The Cure for Innovation Inertia

Editor’s note: Kristina Loring manages content and community at frogdesign. Below, she responds to Kyna Leski’s 2009 PopTech talk about design and creativity, which will be released later today. For more background, see the liveblog post on Kyna’s talk, and read Kyna’s own response with notes on her talk.

Kyna Leski
cc image of Kyna Leski at PopTech 2009 by Kris Krug.

“Dwelling in uncertainty is key to growth and moving beyond the known through the imagination,” Kyna Leski told us at PopTech last fall. Leski, a principal at 3SIXØ Architecture and a professor at the Rhode Island School of Design, is less concerned with what her students know than she is with their “journey towards knowing.” Leski advises her students to “reach for the ground to find that the ground isn’t there.” In that way they’ll be able to let go of their preconceptions about ways of working (or ‘knowing’).

For me, this talk was a call to action, a challenge to break out of the box in order to discover visions and solutions that exist but that are usually hidden by our own applied filters. Stepping outside of our learned systems — departing from our routines in order to enliven our perception — is the perfect prescription for activist fatigue, writer’s block, or, indeed, any kind of innovation inertia.

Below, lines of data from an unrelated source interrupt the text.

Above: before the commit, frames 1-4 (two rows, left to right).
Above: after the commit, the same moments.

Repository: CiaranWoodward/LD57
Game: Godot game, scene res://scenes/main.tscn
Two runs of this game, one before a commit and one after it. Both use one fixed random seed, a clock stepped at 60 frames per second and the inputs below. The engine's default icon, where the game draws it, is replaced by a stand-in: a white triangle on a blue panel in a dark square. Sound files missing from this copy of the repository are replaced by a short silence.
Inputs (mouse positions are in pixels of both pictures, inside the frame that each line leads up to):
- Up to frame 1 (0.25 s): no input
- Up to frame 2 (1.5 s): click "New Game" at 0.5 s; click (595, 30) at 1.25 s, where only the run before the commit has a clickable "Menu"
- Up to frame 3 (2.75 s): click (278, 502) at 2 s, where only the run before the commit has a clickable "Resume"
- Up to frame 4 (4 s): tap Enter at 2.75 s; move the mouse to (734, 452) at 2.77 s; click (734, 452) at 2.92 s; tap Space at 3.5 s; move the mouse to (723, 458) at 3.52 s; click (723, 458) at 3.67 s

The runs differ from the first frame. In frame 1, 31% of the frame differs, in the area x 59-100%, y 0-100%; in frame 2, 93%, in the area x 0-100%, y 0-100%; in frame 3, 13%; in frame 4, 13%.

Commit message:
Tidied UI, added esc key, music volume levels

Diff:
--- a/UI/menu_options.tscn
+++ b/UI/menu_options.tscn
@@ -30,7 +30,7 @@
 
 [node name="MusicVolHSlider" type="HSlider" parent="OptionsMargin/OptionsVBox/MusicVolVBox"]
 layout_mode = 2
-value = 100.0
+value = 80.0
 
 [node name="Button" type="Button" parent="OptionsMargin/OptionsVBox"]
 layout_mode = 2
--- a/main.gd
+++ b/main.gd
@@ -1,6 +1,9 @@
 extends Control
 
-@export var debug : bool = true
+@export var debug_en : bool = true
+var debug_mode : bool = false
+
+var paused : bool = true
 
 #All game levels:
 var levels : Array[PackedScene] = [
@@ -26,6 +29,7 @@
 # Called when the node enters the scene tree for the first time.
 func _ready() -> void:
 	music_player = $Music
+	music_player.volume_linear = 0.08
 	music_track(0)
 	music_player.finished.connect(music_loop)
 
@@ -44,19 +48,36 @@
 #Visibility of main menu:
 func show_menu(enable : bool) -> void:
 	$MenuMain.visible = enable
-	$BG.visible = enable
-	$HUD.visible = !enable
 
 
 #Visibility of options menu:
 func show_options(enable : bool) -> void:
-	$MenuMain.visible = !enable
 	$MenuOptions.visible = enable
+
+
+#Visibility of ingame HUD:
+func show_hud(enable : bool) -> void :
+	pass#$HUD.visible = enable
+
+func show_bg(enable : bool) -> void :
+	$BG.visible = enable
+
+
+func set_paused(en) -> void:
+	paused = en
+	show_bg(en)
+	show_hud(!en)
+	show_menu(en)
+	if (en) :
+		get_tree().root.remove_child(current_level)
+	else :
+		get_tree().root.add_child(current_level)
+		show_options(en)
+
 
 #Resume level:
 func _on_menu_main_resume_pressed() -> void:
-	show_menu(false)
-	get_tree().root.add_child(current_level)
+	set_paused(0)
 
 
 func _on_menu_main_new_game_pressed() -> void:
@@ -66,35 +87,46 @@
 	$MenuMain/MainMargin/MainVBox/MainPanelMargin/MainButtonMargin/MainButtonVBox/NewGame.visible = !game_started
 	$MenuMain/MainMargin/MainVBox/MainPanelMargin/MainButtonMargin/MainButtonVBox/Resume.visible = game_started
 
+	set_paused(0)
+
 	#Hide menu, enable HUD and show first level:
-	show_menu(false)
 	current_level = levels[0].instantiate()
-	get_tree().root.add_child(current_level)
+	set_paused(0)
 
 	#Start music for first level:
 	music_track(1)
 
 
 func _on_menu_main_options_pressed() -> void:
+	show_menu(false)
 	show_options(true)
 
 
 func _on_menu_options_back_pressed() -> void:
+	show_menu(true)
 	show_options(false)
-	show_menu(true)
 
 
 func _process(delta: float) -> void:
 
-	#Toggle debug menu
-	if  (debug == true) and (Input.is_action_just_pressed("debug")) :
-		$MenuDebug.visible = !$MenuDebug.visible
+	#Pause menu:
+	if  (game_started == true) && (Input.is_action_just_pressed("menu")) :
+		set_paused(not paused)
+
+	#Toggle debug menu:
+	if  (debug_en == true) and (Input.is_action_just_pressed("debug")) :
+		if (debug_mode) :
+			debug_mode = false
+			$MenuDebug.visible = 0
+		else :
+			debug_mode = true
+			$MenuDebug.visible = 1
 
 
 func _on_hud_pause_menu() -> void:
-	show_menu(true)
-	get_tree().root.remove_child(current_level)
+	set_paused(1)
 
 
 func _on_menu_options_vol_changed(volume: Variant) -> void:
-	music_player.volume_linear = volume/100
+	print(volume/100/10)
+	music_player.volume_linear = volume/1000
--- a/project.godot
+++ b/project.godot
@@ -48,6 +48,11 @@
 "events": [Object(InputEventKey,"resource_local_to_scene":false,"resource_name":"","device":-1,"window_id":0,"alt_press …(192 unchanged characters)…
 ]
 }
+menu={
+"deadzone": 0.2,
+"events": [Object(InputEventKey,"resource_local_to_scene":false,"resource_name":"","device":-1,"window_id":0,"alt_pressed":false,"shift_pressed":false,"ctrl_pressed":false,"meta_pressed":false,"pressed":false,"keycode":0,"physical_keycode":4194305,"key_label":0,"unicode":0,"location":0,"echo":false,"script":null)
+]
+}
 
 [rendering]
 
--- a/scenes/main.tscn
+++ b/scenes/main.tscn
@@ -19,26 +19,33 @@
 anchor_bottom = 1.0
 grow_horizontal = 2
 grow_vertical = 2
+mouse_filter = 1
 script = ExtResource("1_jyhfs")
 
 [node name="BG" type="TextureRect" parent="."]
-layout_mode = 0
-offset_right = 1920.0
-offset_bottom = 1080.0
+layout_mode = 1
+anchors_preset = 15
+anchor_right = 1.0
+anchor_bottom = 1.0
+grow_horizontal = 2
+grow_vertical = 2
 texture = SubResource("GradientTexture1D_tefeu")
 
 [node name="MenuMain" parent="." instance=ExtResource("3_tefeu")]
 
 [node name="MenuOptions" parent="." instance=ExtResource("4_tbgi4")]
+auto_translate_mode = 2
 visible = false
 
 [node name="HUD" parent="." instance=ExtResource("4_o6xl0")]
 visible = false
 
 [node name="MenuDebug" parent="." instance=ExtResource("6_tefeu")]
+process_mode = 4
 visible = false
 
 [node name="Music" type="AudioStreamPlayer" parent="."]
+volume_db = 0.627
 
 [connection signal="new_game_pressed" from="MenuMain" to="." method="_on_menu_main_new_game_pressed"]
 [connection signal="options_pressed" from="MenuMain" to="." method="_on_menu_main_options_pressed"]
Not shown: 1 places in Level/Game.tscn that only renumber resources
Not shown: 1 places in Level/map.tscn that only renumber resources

Leski shares her experience sketching a design for a chapel that would expand the size of an existing church and give it more light, room, and space (or as Leski says, “allow the space to breathe”). When she created the 3D model of the church she kept forgetting to add the spire because it wouldn’t work with her design. Leski began to wonder why the spire was needed at all, so she turned to a dictionary to find the original meaning of “spire” in order to gain some insight into its architectural significance. She found that it comes from the Latin word for “spirit,” and is the root of words like “inspire,” “respire,” and “spiral.” So, instead of creating the traditional spire on the church’s façade they incorporated it inside the space by interpreting the meaning of the word in the church’s walls. Leski literally shaped the interior walls into a spiral that was integral in helping the space “breathe.”

When Leski moved away from her medium of understanding (modeling and sketching) and focused on linguistics in order to understand how the notion of spire could be understood in a different context, she solved the design problem with an aesthetic solution that actually embodied the word’s original intention. It is only when our mediums are in flux that we can disrupt our routine and gain a new perspective.

Leski’s emphasis on “arriving somewhere other than where you expected” is the ultimate motivation to completely break routine in order to gain an understanding, not only of your design problem, but to engage with larger social and political challenges. Applying Leski’s mode of Material Reasoning — the process of working with material to find, form, and develop ideas — helps us prototype a new set of systems, norms, and structures instead of defaulting to old ways of thinking. Leski wants us to embrace the unknown and create a space for both receiving information and using that information to “form a concept of the world and our place in it.” In other words, just having information (which is made ever more accessible by Google and new forms of search engines like Twitter) will not be helpful in finding creative and socially impactful solutions if you aren’t able to transform that information into an action with personal resonance.

Leski’s idea has implications beyond just design. It is, in fact, related to creating social change and fostering communal and personal empowerment. It is a matter of stepping outside of the system we are working to change in order to gain an understanding of what is lacking or needed in that system. If you do that, you are able to dive back into the challenge, and contribute fresh new insights into whatever change you are trying to create in the community.